Mario Rinvolucri è insegnante, formatore e autore. Ha lavorato 32 anni per Pilgrims e ha curato a lungo la rivista elettronica Humanising Language Teaching. Fra i suoi libri: Creative Writing, con Christine Frank (Helbling), Multiple Intelligences in EFL, con H. Puchta (Helbling), Unlocking Self-Expression through NLP, con J. Baker (Delta Books), Vocabulary, con J. Morgan (OUP), Humanising your Coursebook (Delta Books), Using the Mother Tongue, con S. Deller (Delta Books), Ways of Doing, con P. Davis e B. Garside (CUP), Imagine That, con H. Puchta and J. Arnold. Mario è anche autore, con I. Fletcher de Tellez, di un CD-ROM, Mindgame (Clarity, Hong Kong 2000).

“Le parole sono diventate un’ossessione. Le raccolgo, le metto da parte come uno scoiattolo che fa scorta di noci per l’inverno, le ingollo e non mi basta mai. Ma a forza di mandarne giù magari riesco a incorporare la lingua, a farne parte della mia psiche e del mio corpo”. Sono parole di una studentessa speciale, Eva Hoffman, che lascia la Polonia per il Canada, nel 1959 (Lost in translation, Penguin Books, New York 1989. Ne esiste una traduzione italiana, dal titolo Come si dice, edita da Donzelli nel 1996). Una nuova vita, una nuova lingua. Mi colpiscono due cose: l’identificazione fra lingua e parole, l’idea che si accumulino parole, si incorpori quindi una lingua, come si raccolgono e divorano noccioline, cioè come tanti elementi discreti. Una visione ingenua, secondo quanto direbbero molti glottodidatti e esperti di linguaggio. Vorrei un tuo commento.

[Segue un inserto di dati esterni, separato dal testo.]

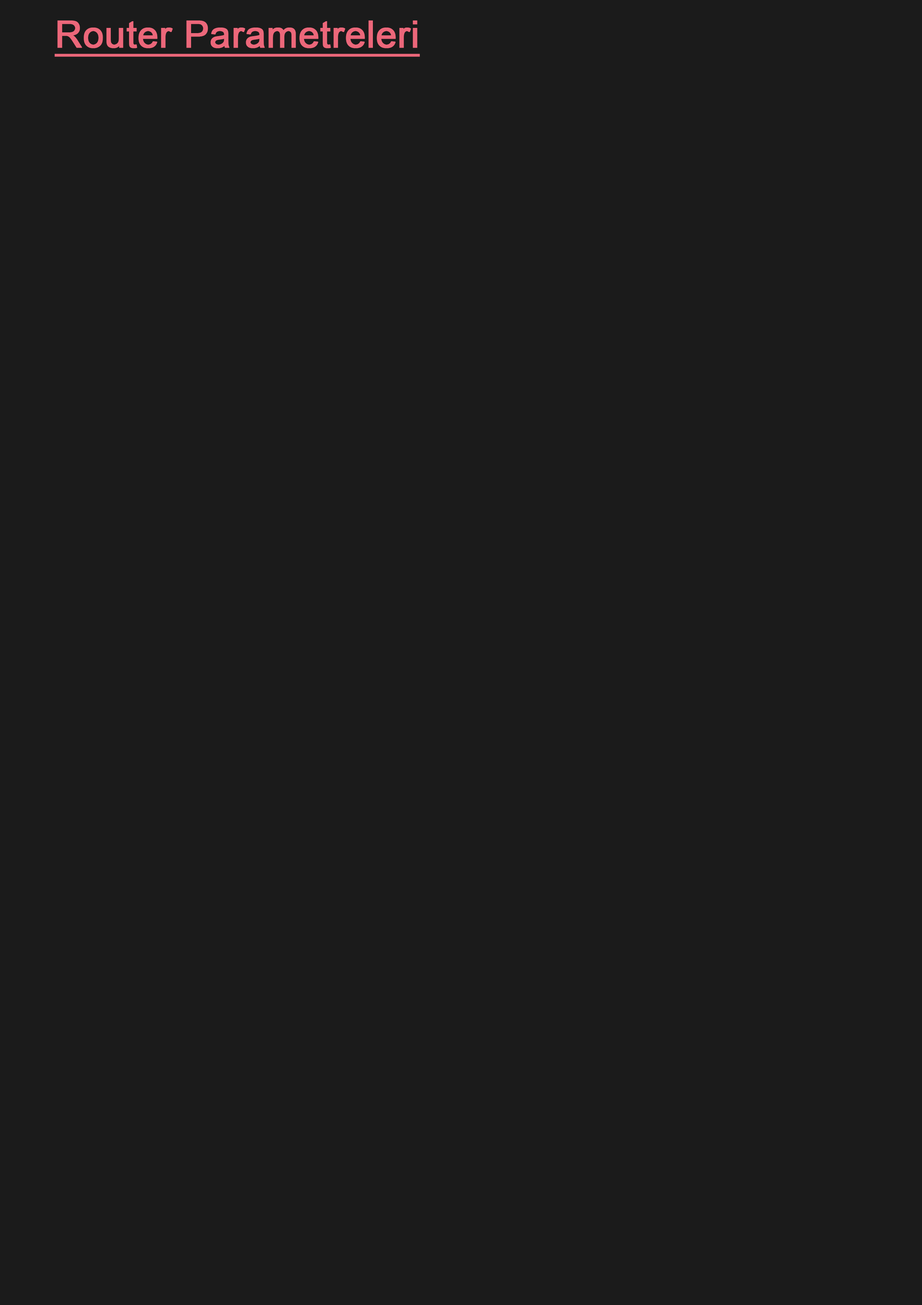
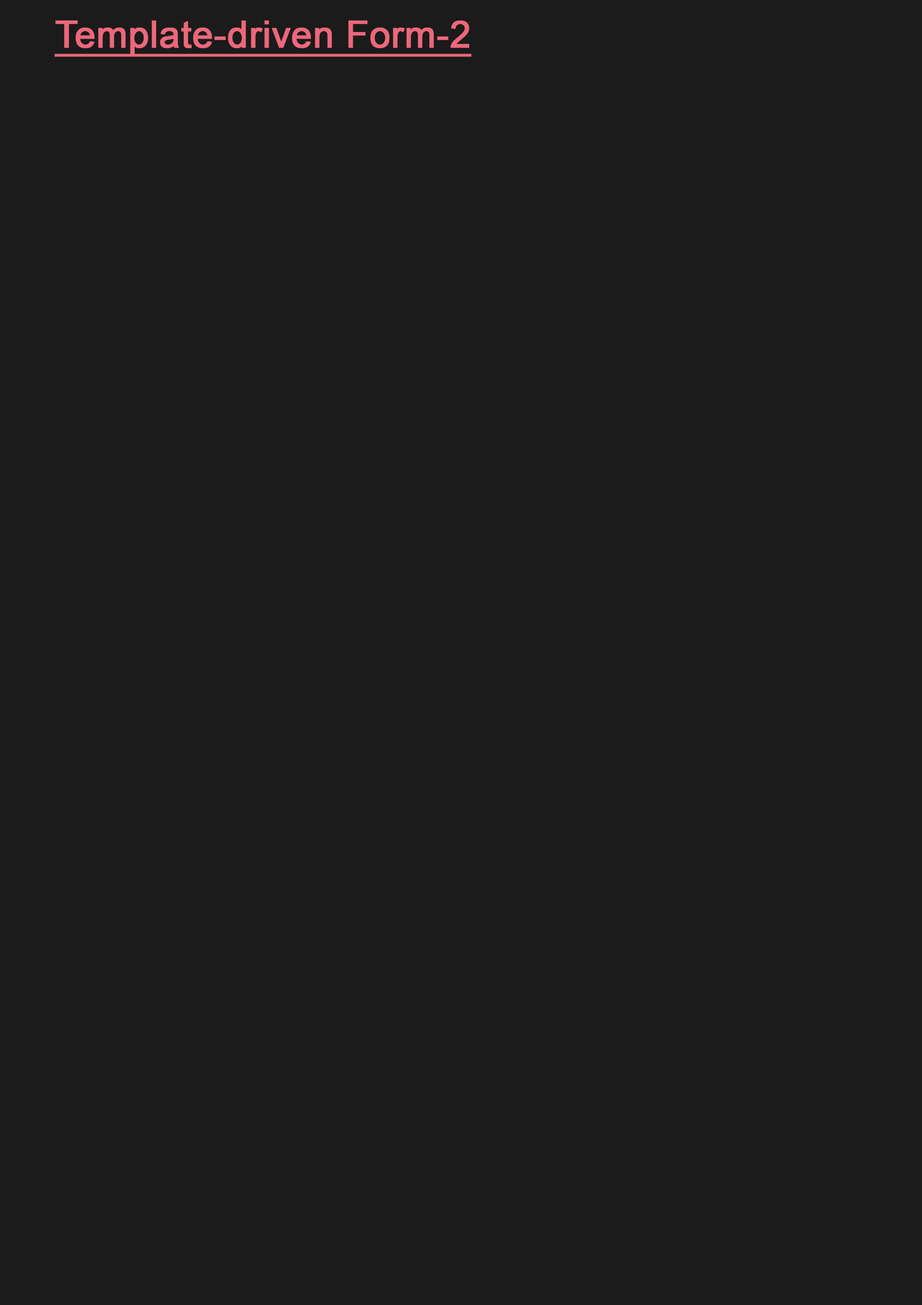
Layered file, before and after one edit (922×1305). Changes by layer:
renamed "Router Parametreleri" to "Template-driven Form-2", painted on it over [55, 20, 472, 57]

John Morgan e io la pensiamo proprio come Eva Hoffman. Introducendo l’edizione 2004 di Vocabulary abbiamo scritto che imparare una parola è un processo relazionale. Lo si potrebbe descrivere un “fare amicizia con le parole della lingua straniera”. Non condividiamo l’idea secondo cui una parola è un puro significante, una specie di etichetta da applicare a un significato che sta là, nel mondo. È davvero molto più di questo. Se una parola non è che un’etichetta, perché gli studenti una la ricordano apparentemente senza sforzo e invece un’altra, incontrata in condizioni identiche, non gli entra proprio in testa? Proprio come uno sguardo, un movimento, un’osservazione casuale, un tono di voce o un qualsiasi elemento nell’ambiente può influenzare la nostra prima impressione di una persona, così la nostra percezione di una parola può risentire di cose come:

il suono delle vocali
il suono delle consonanti
la sensazione che si prova, pronunciandola, nei polmoni, nella gola, della bocca, sulla lingua e nel naso
la tonalità
l’altezza
la velocità di enunciazione
le parole cui si accompagna
come si scrive
la sua forma sulla pagina o sullo schermo
le associazioni convenzionali
le categorie semantiche e sintattiche cui sembra appartenere
associazioni letterarie
associazioni personali del singolo studente
la sua capacità di evocare immagini sensoriali variabili da persona a persona
le circostanze in cui si è incontrata

Se accetti che una parola abbia queste caratteristiche o aspetti e altri ancora, allora è chiaro che imparare il suono, la forma e il significato ordinario della parola vuol dire conoscerla e possederla solo in minima parte. Il sistema fonologico di una nuova lingua si può impararlo in pochi giorni, per la grammatica ci vorrà qualche settimana. Ma imparare diecimila parole, con le loro associazioni, connotazioni e collocazioni è un’impresa molto più complessa, che richiederà anni di esposizione e pratica costante. La grammatica e le regole fonologiche sono sistemi che si possono imparare in modo cosciente da giovani e da adulti, giovandosi magari dell’aiuto di un insegnante esperto di questi sistemi, ma imparare le parole è un’impresa che può essere affrontata con successo solo nel tempo e solo dall’oceanica mente linguistica inconscia dell’apprendente. Insomma, sottoscrivo completamente le parole di Eva Hoffman.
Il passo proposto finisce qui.